Iycee Charles de Gaulle Summary In checking for their existence or frequency

In checking for their existence or frequency

 In this section, we
discuss related work in three aspects: text segmentation, POS tagging, and
semantic labeling. Text Segmentation. We consider text segmentation as to
divide a text into a sequence of terms. Statistical approaches, such as N-gram
Model 21, 22, 23, calculate the frequencies of words co-occurring as
neighbors in a training corpus. When the frequency exceeds a prede?ned
threshold, the corresponding neighboring words can be treated as a term.
Vocabulary-based approaches 18, 19, 20 extract terms by checking for
their existence or frequency in a prede?ned vocabulary. The most obvious
drawback of existing methods for text segmentation is that they only consider
surface features and ignore the requirement of semantic coherence within a
segmentation. This might lead to incorrect segmentations as described in
Challenge 1. To this end, we propose to exploit context semantics when
conducting text segmentation. POS tagging. POS tagging determines lexical types
(i.e., POS tags) of words in a text. Rule-based POS taggers attempt to assign
POS tags to unknown or ambiguous words based on a large number of hand-crafted
10, 11 or automatically learned 12, 13 linguistic rules. Statistical
POS taggers avoid the cost of constructing tagging rules by building a
statistical model automatically from a corpora and labeling untagged texts
based on those learned statistical information. Mainstream statistical POS
taggers employ the well-known Markov Model 14, 15, 16, 17 which learns
both lexical probabilities and sequential probabilities from a labeled corpora
and tags a new sentence by searching for tag sequence that maximizes the
combination of lexical and sequential probabilities. Note that both rule-based
and statistical POS taggers rely on the assumption that texts are correctly
structured which, however, is not always the case for short texts. More
importantly, existing methods only considers lexical features and ignores word
semantics. This might lead to mistakes, as illustrated in Challenge 3. Our work
attempts to build a tagger which considers both lexical features and underlying
semantics for type detection. Semantic labeling. Semantic labeling discovers
hidden semantics from a natural language text. Named entity recognition (NER)

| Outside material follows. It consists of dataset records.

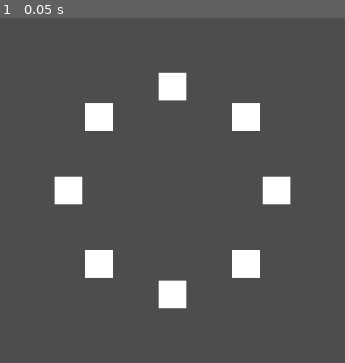
Above: before the commit, frame 1.
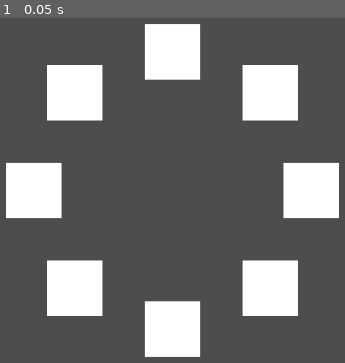
Above: after the commit, the same moment.

Repository: fourbytes/LD55
Game: Godot game, scene res://Main.tscn
The game is run twice, just before and just after one commit, with the same random seed, the same clock (stepped at 60 frames per second) and the same inputs.
Inputs:
- Up to frame 1 (0.05 s): no input

The runs differ from the first frame. In frame 1, 23% of the frame differs, in the area x 1-99%, y 1-99%.

Commit message:
remove label rendering.

Diff:
--- a/LetterCircle.gd
+++ b/LetterCircle.gd
@@ -1,8 +1,8 @@
 extends Node2D
 
 var letters = ['A', 'B', 'C', 'D', 'E', 'F', 'G', 'H']
-var radius = 150
-var square_size = 40
+var radius = 200
+var square_size = 80
 
 func _ready():
 	var num_letters = len(letters)
@@ -19,16 +19,7 @@
 		square.set_size(Vector2(square_size, square_size))
 		square.set_position(screen_center + Vector2(x - square_size / 2, y - square_size / 2))
 
-		var label = Label.new()
-		label.text = letters[i]
-		# label.align = Label.ALIGN_CENTER
-		# label.valign = Label.VALIGN_CENTER
-		label.set_size(Vector2(square_size, square_size))
-		label.set_position(screen_center + Vector2(x - square_size / 2, y - square_size / 2))
-
 		add_child(square)
-		add_child(label)
-
 
 # Called every frame. 'delta' is the elapsed time since the previous frame.
 func _process(delta):

locates named entities in a text and classi?es them into prede?ned categories
(e.g., persons, organizations, locations, etc.) using linguistic grammar-based
techniques as well as statistical models like CRF 1 and HMM 2. Topic models
3 attempt to recognize “latent topics”, which are represented as
probabilistic distributions on words, based on observable statistical relations
between texts and words. Entity linking 5, 6, 7, 8 employs existing
knowledgebases and focuses on retrieving “explicit topics” expressed as
probabilistic distributions on the entire knowledge base. Despite the high
accuracy achieved by existing work on semantic labeling, there are still some
limitations. First, categories, “latent topics”, and “explicit topics” are
different from human-understandable concepts. Second, short texts do not always
observe the syntax of a written language which, however, is an indispensable
feature for mainstream NER tools. Third, short texts do not contain suf?cient
content to support statistical models like topic models. The work most related
to ours are conducted by Song et al. 19 and Kim et al. 20 respectively,
which also represent semantics as concepts. 19 employs the Bayesian Inference
mechanism to conceptualize instances and short texts, and eliminates instance
ambiguity based on homogeneous instances. Kim et al. 20 captures semantic
relatedness between instances using a probabilistic topic model (i.e., LDA),
and disambiguates instances based on related instances. In this work, we
observe that other terms, such as verbs, adjectives, and attributes, can also
help with instance disambiguation. We incorporate type discernment in to our
framework for short text understanding of conduct instance disambiguate based
on various types of context information.